Agree yet another example of not really getting it ;)

VAMike

@johnpoz:

It is there via https - just BAD

The certificate is only valid for the following names: *.akamaized.net, *.akamaihd-staging.net, *.akamaized-staging.net, *.akamaihd.net, a248.e.akamai.net

Agree yet another example of not really getting it ;)

Those are always there when a site is hosted on akamai but not using https.

warheat1990

TP-Link released beta firmware on July 2017 for both SG105E and SG108E, anyone care to try?

Link:
http://static.tp-link.com/TL-SG105E(UN)_V3_170717_Beta.rar
http://static.tp-link.com/TL-SG108E(UN)_V3_170717_Beta.rar

johnpoz

did they release for v2?

stephenw10

Mmm, did they release for anything else? Is there an announcement anywhere?

Steve

johnpoz

Not that I could find.. Typical it seems for this company..

thuety

So my sg108e is directly connected to my cable modem with untagged VLAN x and PVID x.
How worried should I be about the VLAN 1 membership?
Wouldn't an attacker need to be in my cable/wan subnet?

Derelict

I would not use that switch on WAN. It's a sketchy enough proposition with a good switch with a proper management VLAN.

belt9

Security wise for a switch on WAN how about a RADIUS server?

Doesn't pfSense even have a package for that?

Never used it before so might not work at all?

Derelict

What?

lexxai

Will add about security of this devices…
TL-SG1016DE security of changes value without any authentication.
It from testing of my device… VLAN1 is problem.
Now SG1016DE used only internally.

tpham3783

Hi guys,

Since TP-Link refused to give me the source code so I decided to take on this issue myself.

Here is how you can hack ( un-member ports on vlan1). I have already tested on the SG108PE (hw version 3) switch and it worked.
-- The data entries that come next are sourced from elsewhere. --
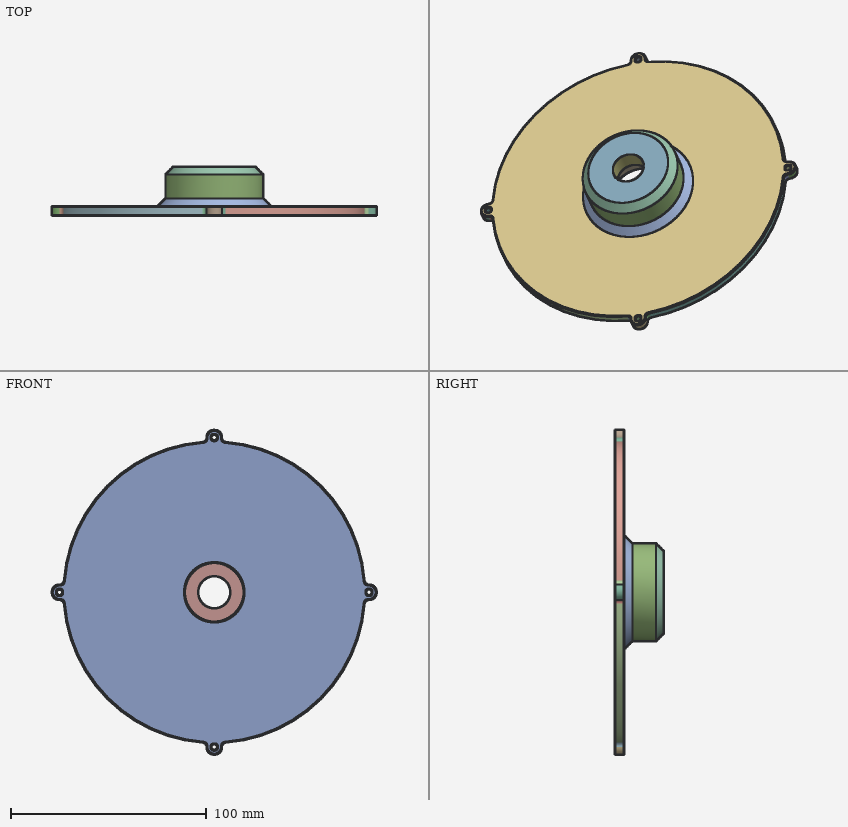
import cadquery as cq
import math

tip_radius = 83.0
total_depth = 25.0

disc_radius = 77.0
disc_thickness = 5.0
edge_chamfer = 0.5

ear_count = 4
ear_radius = 4.0
ear_offset = tip_radius - ear_radius
ear_fillet = 2.0
screw_hole_radius = 1.41

hub_radius = 25.0
hub_chamfer = 4.0

pocket_radius = 15.0
pocket_depth = 15.0
bore_radius = 8.1

tolerance = 0.002


def rod(radius, length, x=0):
    """Cylinder along +Y, starting on the front face of the disc."""
    start = cq.Vector(x, 0, 0)
    direction = cq.Vector(0, 1, 0)
    return cq.Workplane(cq.Solid.makeCylinder(radius, length, start, direction))


def turned(profile):
    """Solid of revolution about the Y axis from (radius, depth) points."""
    return cq.Workplane("XY").polyline(profile).close().revolve(360, (0, 0, 0), (0, 1, 0))


def around_axis(shape):
    """Copies of a shape spaced evenly about the main axis, one per ear."""
    return [shape.rotate((0, 0, 0), (0, 1, 0), i * 360 / ear_count) for i in range(ear_count)]


def on_disc_rim(edge):
    """True for an edge whose middle lies at the disc radius."""
    centre = edge.Center()
    return abs(math.hypot(centre.x, centre.z) - disc_radius) < tolerance


def make_plate():
    """Disc with round-ended ears blended into its rim, chamfered on both faces."""
    plate = rod(disc_radius, disc_thickness)
    ear_neck = cq.Workplane("XY").box(
        ear_offset, disc_thickness, 2 * ear_radius, centered=(False, False, True)
    )
    ear = ear_neck.union(rod(ear_radius, disc_thickness, ear_offset))
    for ear_copy in around_axis(ear):
        plate = plate.union(ear_copy)

    plate = plate.edges("|Y").filter(on_disc_rim).fillet(ear_fillet)

    for hole in around_axis(rod(screw_hole_radius, disc_thickness, ear_offset)):
        plate = plate.cut(hole)
    return plate.faces("<Y or >Y").chamfer(edge_chamfer)


def make_hub():
    """Turned hub with a flared foot and a chamfered end."""
    profile = [
        (0, edge_chamfer),
        (hub_radius + hub_chamfer, edge_chamfer),
        (hub_radius + hub_chamfer, disc_thickness),
        (hub_radius, disc_thickness + hub_chamfer),
        (hub_radius, total_depth - hub_chamfer),
        (hub_radius - hub_chamfer, total_depth),
        (0, total_depth),
    ]
    return turned(profile)


def make_bore():
    """Turned tool for the pocket, its chamfered mouth and the through hole."""
    profile = [
        (0, 0),
        (pocket_radius + edge_chamfer, 0),
        (pocket_radius, edge_chamfer),
        (pocket_radius, pocket_depth),
        (bore_radius, pocket_depth),
        (bore_radius, total_depth),
        (0, total_depth),
    ]
    return turned(profile)


result = make_plate().union(make_hub()).cut(make_bore())

1. Setup your vlan configuration as usual
2. Save the config (config.cfg)
3. Open it up with a Hex-editor. Right after the text "Default_VLAN" you will see FF (that's basically means all 8 ports are member of untagged vlan1). Change it to 00 if you want to un-member all ports from vlan1. As shown in the attached picture, I changed it to 80 because I still wanted port 8 to be a member of vlan1 so that I can manage the switch from web-gui.
4. Save the file, restore the modified config in system:system_tools:restore_config
5. Wait for the switch to reboot, goto vlan config, notice that ports belonging to vlan1 are changed.

Cheers! I still hope for tp-link to fix this VLAN1 bug one day! This is just a work-around.

tp_vlan1_disable_all_ports.png_thumb

tp_link_unmember_vlan1_hack.png_thumb

JKnott

I'll have to give that a try with my 5 port switch. I don't suppose you'd have a fix for their TL-WA901N access point. ;)
It has the same problem where data from the native LAN leaks into the VLAN & 2nd SSID.

I think those TP Link engineers need a lesson or 2 on VLANs.

JKnott

That fix doesn't seem to apply to the TL-SG105E switch.

tpham3783

@JKnott:

That fix doesn't seem to apply to the TL-SG105E switch.

Were you able to see the port assignment changed in step# 5?

by the way, i saw vlan isolation w/ the work-around solution. The only thing I saw strange was that the switch's IP address is a member of all vlans. If I were to change my PC's IP address to the same subnet of the switch, I could communicate to it on non-native vlan, which is kinda weird.

However, the switch is no longer behaving like a dumb switch because ports are removed from vlan1.